Second, let’s look at the challenges of leveraging employee strengths:

  • Some employees may not be particularly strong in the skills required to complete the work of their current team or the organization as a whole. Or, their strengths may only add value a few hours per day or week.
  • The organization or team leader may not be interested in knowing and considering the strengths of each employee.
  • Most jobs include essential tasks that everyone must do, regardless of their strengths or interests. Seldom is it practical for employees to be using their strengths every hour of the day. 
  • When an employee’s strengths don’t contribute to achieving their employer’s long-term results or current priorities, it is necessary for them to complete whatever tasks are assigned to them.
  • If the employee’s strengths and preferences don’t match the needs of their current team, they are likely in a wrong-fit position. It’s time to explore if there are right-fit opportunities elsewhere within the organization. If not, then leveraging their strengths likely requires a job search to find a better-fit position.

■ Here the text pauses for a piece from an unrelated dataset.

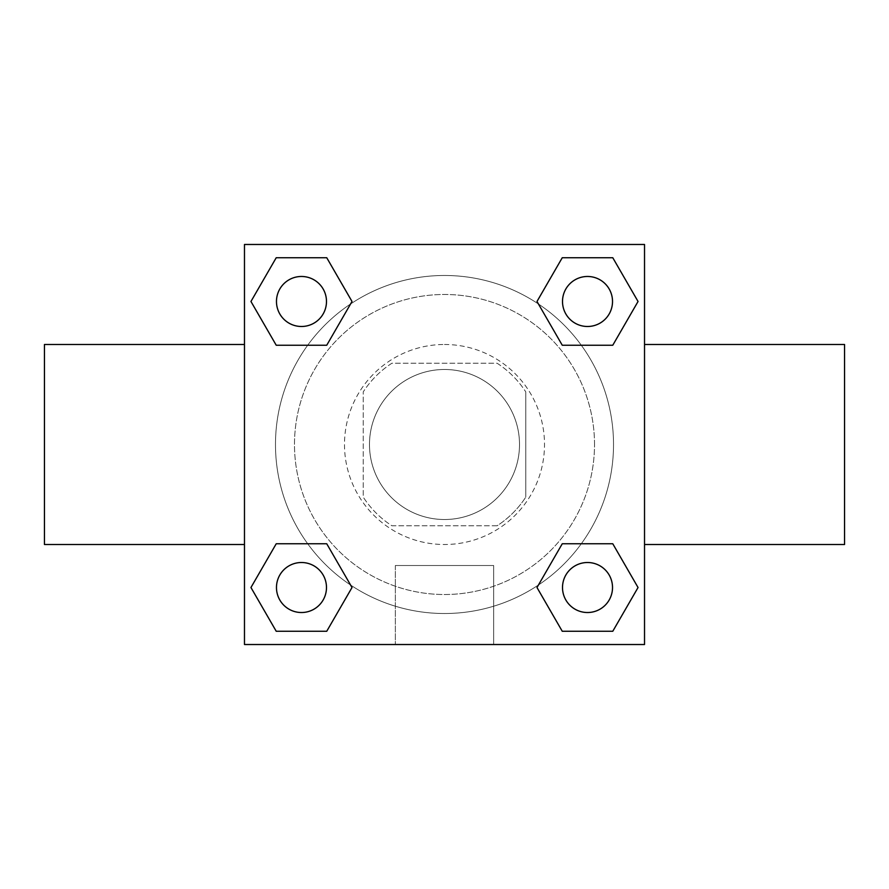 <?xml version="1.0" encoding="UTF-8"?>
<svg xmlns="http://www.w3.org/2000/svg" width="889" height="889" viewBox="0 0 889 889"><rect width="100%" height="100%" fill="white"/><g stroke="black" fill="none" stroke-linecap="round" stroke-linejoin="round"><path stroke-width="0.67" stroke-dasharray="4.45 3.33" d="M519.509 444.5A75.009 75.009 0 0 0 406.995 379.536A75.009 75.009 0 0 0 406.995 509.464A75.009 75.009 0 0 0 519.509 444.5A75.009 75.009 0 0 0 406.995 379.536A75.009 75.009 0 0 0 406.995 509.464A75.009 75.009 0 0 0 519.509 444.5M497.129 525.755L391.871 525.755A96.812 96.812 0 0 1 363.245 497.129L363.245 391.871A96.812 96.812 0 0 1 391.871 363.245L497.129 363.245A96.812 96.812 0 0 1 525.755 391.871A96.812 96.812 0 0 0 497.129 363.245L391.871 363.245A96.812 96.812 0 0 0 363.245 391.871L363.245 497.129A96.812 96.812 0 0 0 391.871 525.755L497.129 525.755A96.812 96.812 0 0 0 525.755 497.129A96.812 96.812 0 0 1 497.129 525.755M525.766 391.871L525.766 497.129L525.766 391.871M444.5 344.488A100.013 100.013 0 0 1 531.111 494.506A100.013 100.013 0 0 1 357.889 494.506A100.013 100.013 0 0 1 444.5 344.488A100.013 100.013 0 0 0 344.488 444.5A100.013 100.013 0 0 0 444.5 544.513A100.013 100.013 0 0 0 544.513 444.5A100.013 100.013 0 0 0 444.5 344.488M594.519 444.5A150.019 150.019 0 0 0 369.491 314.584A150.019 150.019 0 0 0 369.491 574.416A150.019 150.019 0 0 0 594.519 444.5A150.019 150.019 0 0 0 369.491 314.584A150.019 150.019 0 0 0 369.491 574.416A150.019 150.019 0 0 0 594.519 444.5M307.694 345.232L276.223 345.232L307.694 345.232L276.223 345.232L250.954 301.482L276.223 257.732L326.741 257.732L352.011 301.482L326.741 345.232M326.741 543.768L352.011 587.518L326.741 543.768L352.011 587.518L326.741 543.768L352.011 587.518L326.741 631.268L276.223 631.268L250.954 587.518L276.223 543.768L307.694 543.768M244.475 644.525L244.475 244.475L644.525 244.475L644.525 644.525L244.475 644.525L244.475 244.475L644.525 244.475L644.525 644.525L244.475 644.525L244.475 244.475L644.525 244.475L644.525 644.525L244.475 644.525M562.259 345.232L536.989 301.482L562.259 345.232L536.989 301.482L562.259 345.232L536.989 301.482L562.259 257.732L612.777 257.732L638.046 301.482L612.777 345.232L581.306 345.232M581.306 543.768L612.777 543.768L581.306 543.768L612.777 543.768L638.046 587.518L612.777 631.268L562.259 631.268L536.989 587.518L562.259 543.768M475.748 244.475L413.241 244.497L475.748 244.475M613.521 444.5A169.021 169.021 0 0 0 359.989 298.126A169.021 169.021 0 0 0 359.989 590.874A169.021 169.021 0 0 0 613.521 444.5A169.021 169.021 0 0 0 359.989 298.126A169.021 169.021 0 0 0 359.989 590.874A169.021 169.021 0 0 0 613.521 444.5M326.485 587.518A25.003 25.003 0 0 0 288.981 565.86A25.003 25.003 0 0 0 288.981 609.176A25.003 25.003 0 0 0 326.485 587.518A25.003 25.003 0 0 0 288.981 565.86A25.003 25.003 0 0 0 288.981 609.176A25.003 25.003 0 0 0 326.485 587.518A25.003 25.003 0 0 0 288.981 565.86A25.003 25.003 0 0 0 288.981 609.176A25.003 25.003 0 0 0 326.485 587.518A25.003 25.003 0 0 0 288.981 565.86A25.003 25.003 0 0 0 288.981 609.176A25.003 25.003 0 0 0 326.485 587.518A25.003 25.003 0 0 0 288.981 565.86A25.003 25.003 0 0 0 288.981 609.176A25.003 25.003 0 0 0 326.485 587.518M326.485 301.482A25.003 25.003 0 0 0 288.981 279.824A25.003 25.003 0 0 0 288.981 323.14A25.003 25.003 0 0 0 326.485 301.482A25.003 25.003 0 0 0 288.981 279.824A25.003 25.003 0 0 0 288.981 323.14A25.003 25.003 0 0 0 326.485 301.482A25.003 25.003 0 0 0 288.981 279.824A25.003 25.003 0 0 0 288.981 323.14A25.003 25.003 0 0 0 326.485 301.482A25.003 25.003 0 0 0 288.981 279.824A25.003 25.003 0 0 0 288.981 323.14A25.003 25.003 0 0 0 326.485 301.482A25.003 25.003 0 0 0 288.981 279.824A25.003 25.003 0 0 0 288.981 323.14A25.003 25.003 0 0 0 326.485 301.482M612.521 301.482A25.003 25.003 0 0 0 575.016 279.824A25.003 25.003 0 0 0 575.016 323.14A25.003 25.003 0 0 0 612.521 301.482A25.003 25.003 0 0 0 575.016 279.824A25.003 25.003 0 0 0 575.016 323.14A25.003 25.003 0 0 0 612.521 301.482A25.003 25.003 0 0 0 575.016 279.824A25.003 25.003 0 0 0 575.016 323.14A25.003 25.003 0 0 0 612.521 301.482A25.003 25.003 0 0 0 575.016 279.824A25.003 25.003 0 0 0 575.016 323.14A25.003 25.003 0 0 0 612.521 301.482A25.003 25.003 0 0 0 575.016 279.824A25.003 25.003 0 0 0 575.016 323.14A25.003 25.003 0 0 0 612.521 301.482M562.515 587.518A25.003 25.003 0 0 1 600.019 565.86A25.003 25.003 0 0 1 600.019 609.176A25.003 25.003 0 0 1 562.515 587.518A25.003 25.003 0 0 1 600.019 565.86A25.003 25.003 0 0 1 600.019 609.176A25.003 25.003 0 0 1 562.515 587.518M493.662 644.525L395.338 644.525L493.662 644.525L395.338 644.525L493.662 644.525L493.662 565.515L395.338 565.515L493.662 565.515L395.338 565.515L493.662 565.515L493.662 644.525M244.475 444.5L244.475 344.488L244.475 444.5M644.525 444.5L644.525 344.488L644.525 444.5M844.55 344.488L844.55 544.513M44.45 544.513L44.45 344.488M276.223 631.268L250.954 587.518L276.223 543.768L250.954 587.518L276.223 543.768L250.954 587.518L276.223 631.268L250.954 587.518L276.223 631.268L326.741 631.268L276.223 631.268M352.011 587.518L326.741 631.268L352.011 587.518M536.989 301.482L562.259 257.732L612.777 257.732L638.046 301.482L612.777 345.232L638.046 301.482L612.777 345.232L638.046 301.482L612.777 257.732L638.046 301.482L612.777 257.732L562.259 257.732L536.989 301.482M276.223 345.232L250.954 301.482L276.223 257.732L326.741 257.732L352.011 301.482L326.741 257.732L352.011 301.482L326.741 257.732L276.223 257.732L250.954 301.482L276.223 257.732L250.954 301.482L276.223 345.232M562.259 631.268L536.989 587.518L562.259 631.268L536.989 587.518L562.259 631.268L612.777 631.268L562.259 631.268M612.777 543.768L638.046 587.518L612.777 631.268L638.046 587.518L612.777 631.268L638.046 587.518L612.777 543.768M244.475 519.509L244.475 488.261L244.497 519.509M644.525 519.509L644.525 488.261L644.503 519.509M612.521 587.518A25.003 25.003 0 0 0 575.016 565.86A25.003 25.003 0 0 0 575.016 609.176A25.003 25.003 0 0 0 612.521 587.518A25.003 25.003 0 0 0 575.016 565.86A25.003 25.003 0 0 0 575.016 609.176A25.003 25.003 0 0 0 612.521 587.518A25.003 25.003 0 0 0 575.016 565.86A25.003 25.003 0 0 0 575.016 609.176A25.003 25.003 0 0 0 612.521 587.518M395.338 565.515L395.338 644.525L395.338 565.515"/><path stroke-width="1.33" d="M326.741 345.232L276.223 345.232L250.954 301.482L276.223 257.732L326.741 257.732L352.011 301.482L326.741 345.232L276.223 345.232L307.694 345.232M307.694 543.768L326.741 543.768L352.011 587.518L326.741 631.268L276.223 631.268L250.954 587.518L276.223 543.768L326.741 543.768M581.306 345.232L562.259 345.232L536.989 301.482L562.259 257.732L612.777 257.732L638.046 301.482L612.777 345.232L562.259 345.232M562.259 543.768L612.777 543.768L638.046 587.518L612.777 631.268L562.259 631.268L536.989 587.518L562.259 543.768L612.777 543.768L581.306 543.768M644.525 544.513L844.55 544.513L844.55 344.488L644.525 344.488M244.475 344.488L44.45 344.488L44.45 544.513L244.475 544.513M244.475 244.475L644.525 244.475L644.525 644.525L244.475 644.525L244.475 244.475M612.777 631.268L562.259 631.268L612.777 631.268M612.521 587.518A25.003 25.003 0 0 0 575.016 565.86A25.003 25.003 0 0 0 575.016 609.176A25.003 25.003 0 0 0 612.521 587.518M326.741 631.268L276.223 631.268L326.741 631.268M326.485 587.518A25.003 25.003 0 0 0 288.981 565.86A25.003 25.003 0 0 0 288.981 609.176A25.003 25.003 0 0 0 326.485 587.518M562.259 257.732L612.777 257.732L562.259 257.732M612.521 301.482A25.003 25.003 0 0 0 575.016 279.824A25.003 25.003 0 0 0 575.016 323.14A25.003 25.003 0 0 0 612.521 301.482M276.223 257.732L326.741 257.732L276.223 257.732M326.485 301.482A25.003 25.003 0 0 0 288.981 279.824A25.003 25.003 0 0 0 288.981 323.14A25.003 25.003 0 0 0 326.485 301.482"/></g></svg>

Third, when the team leader wishes to leverage the strengths and preferences within his team, effectively redistributing the work requires a focus on achieving team results as well as buy-in from all team members. During a collaborative team meeting, discuss the team’s tasks, understand each member’s strengths and preferences, and match strengths to tasks as much as possible. This usually results in everyone’s strengths being better utilized, increased morale, greater job satisfaction. 


Leveraging individual strengths for team success is both desirable and achievable. How strong is your organization in this area? What step could you take this week towards leveraging workplace strengths?